▶ _To do_
Using the material that follows, output exactly the lines from the one containing "Frame 1 is identical" through the one containing "Drop off the", with both ends kept.
** Opening Input material block **
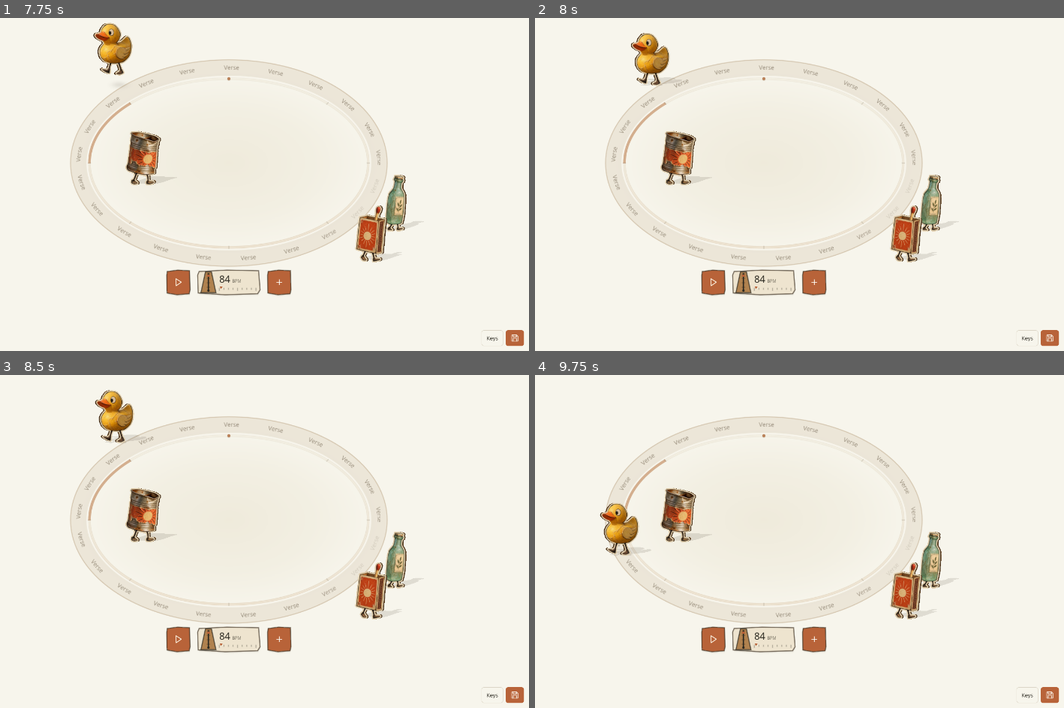
Above: before the commit, frames 1-4 (two rows, left to right).
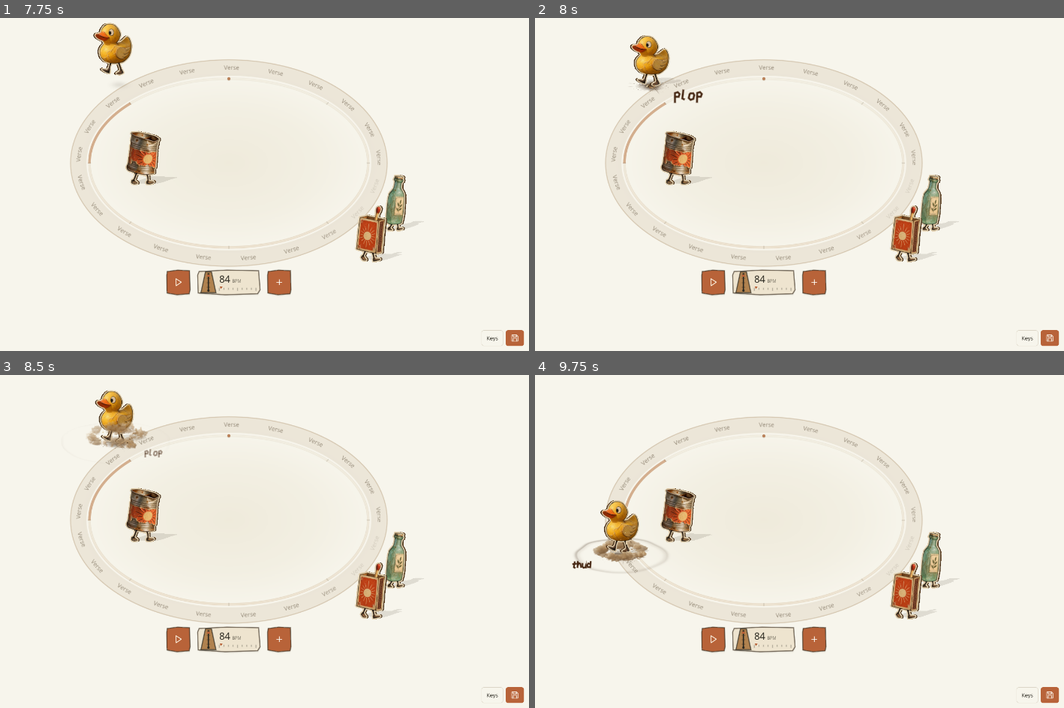
Above: after the commit, the same moments.

Repository: eerwitt/junk-band
Game: Godot game, scene res://scenes/studio.tscn
The game is run twice, just before and just after one commit, with the same random seed, the same clock (stepped at 60 frames per second) and the same inputs.
Inputs (mouse positions are in pixels of both pictures, inside the frame that each line leads up to):
- Up to frame 1 (7.75 s): tap Enter at 0.5, 5.75 s; drag from (227, 151) to (290, 81) at 0.52 s; click (179, 281) at 1.27 s; click (280, 281) at 2.02 s; click "Keys" at 2.75 s; click (513, 337) at 3.52 s; tap Space at 4.25, 6.77 s; drag from (227, 281) to (201, 237) at 4.27 s; move the mouse to (290, 81) at 5.02 s; hold Right 5.03-5.75 s; tap Z at 5.1 s; click (290, 81) at 5.17 s; drag from (201, 237) to (47, 107) at 5.77 s; move the mouse to (407, 221) at 6.52 s; hold Left 6.53-7.25 s; tap R at 6.6 s; click (407, 221) at 6.67 s; drag from (47, 107) to (137, 71) at 7.27 s
- Up to frame 2 (8 s): no input
- Up to frame 3 (8.5 s): move the mouse to (259, 521) at 8.02 s; hold Down from 8.03 s (still down); tap Keypad Enter at 8.1 s; click (259, 521) at 8.17 s
- Up to frame 4 (9.75 s): release Down at 8.75 s; drag from (672, 428) to (646, 538) at 8.77 s; move the mouse to (894, 501) at 9.52 s; hold Up from 9.53 s (still down); tap Delete at 9.6 s; click (894, 501) at 9.67 s

Frame 1 is identical in both runs. In frame 2, 0.6% of the frame differs, in the area x 17-32%, y 4-26%; in frame 3, 0.6%; in frame 4, 1.3%, in the area x 6-79%, y 14-74%.

Commit message:
Drop off the ring lands where let go instead of walking back out
Letting a character go outside the ring in a focused section sprang them back
to their stage spot

Diff:
--- a/godot/scripts/puppet.gd
+++ b/godot/scripts/puppet.gd
@@ -195,6 +195,15 @@
 		_lift_velocity = minf(_lift_velocity, -maxf(_lift_height, 0.0) / 0.055)
 
 
+## Let go off the ring: already waiting there, so the drop lands and skids in place
+## instead of springing back on stage and walking out.
+func drop_offstage(spot: Vector2) -> void:
+	wing_point = spot
+	_presence_target = 0.0
+	presence = 0.0
+	end_pickup(spot, true)
+
+
 func finish_path() -> void:
 	_held = false
 	_path_handoff = true
@@ -382,6 +391,7 @@
 		_walk_clock += delta if walking else 0.0
 	if presence < 1.0:
 		base = wing_point.lerp(base, smoothstep(0.0, 1.0, presence))
+	var resting: Vector2 = base
 	if _held or _settling or _path_handoff:
 		var target: Vector2 = base if _path_handoff else _held_position
 		# This spring moves only across the floor. Height has its own state above.
@@ -399,7 +409,7 @@
 				landed_this_frame = true
 			if base.distance_to(target) < 0.2 and _carry_velocity.length() < 1.0 and _lift_height <= 0.01:
 				if _path_handoff: _path_handoff = false
-				elif Vector2(float(performer.position.x), float(performer.position.y)).distance_to(target) < 0.01 and performer.get("path", []).is_empty(): _settling = false
+				elif resting.distance_to(target) < 0.01 and (presence <= 0.0 or performer.get("path", []).is_empty()): _settling = false
 	position = base
 	if _arrival_active and _lift_height <= 0.01:
 		_arrival_active = false
--- a/godot/scripts/stage.gd
+++ b/godot/scripts/stage.gd
@@ -287,9 +287,7 @@
 
 func _rest_in_wings(id: String, spot: Vector2) -> void:
 	var puppet: JunkPuppet = _puppets[id]
-	puppet.wing_point = spot
-	puppet.set_present(false)
-	puppet.finish_path()
+	puppet.drop_offstage(spot)
 	action.emit("update_performer", {"id": id, "patch": {"wing": {"x": spot.x, "y": spot.y}}})
** Closing Input material block **
▶ _Response below_
Frame 1 is identical in both runs. In frame 2, 0.6% of the frame differs, in the area x 17-32%, y 4-26%; in frame 3, 0.6%; in frame 4, 1.3%, in the area x 6-79%, y 14-74%.

Commit message:
Drop off the ring lands where let go instead of walking back out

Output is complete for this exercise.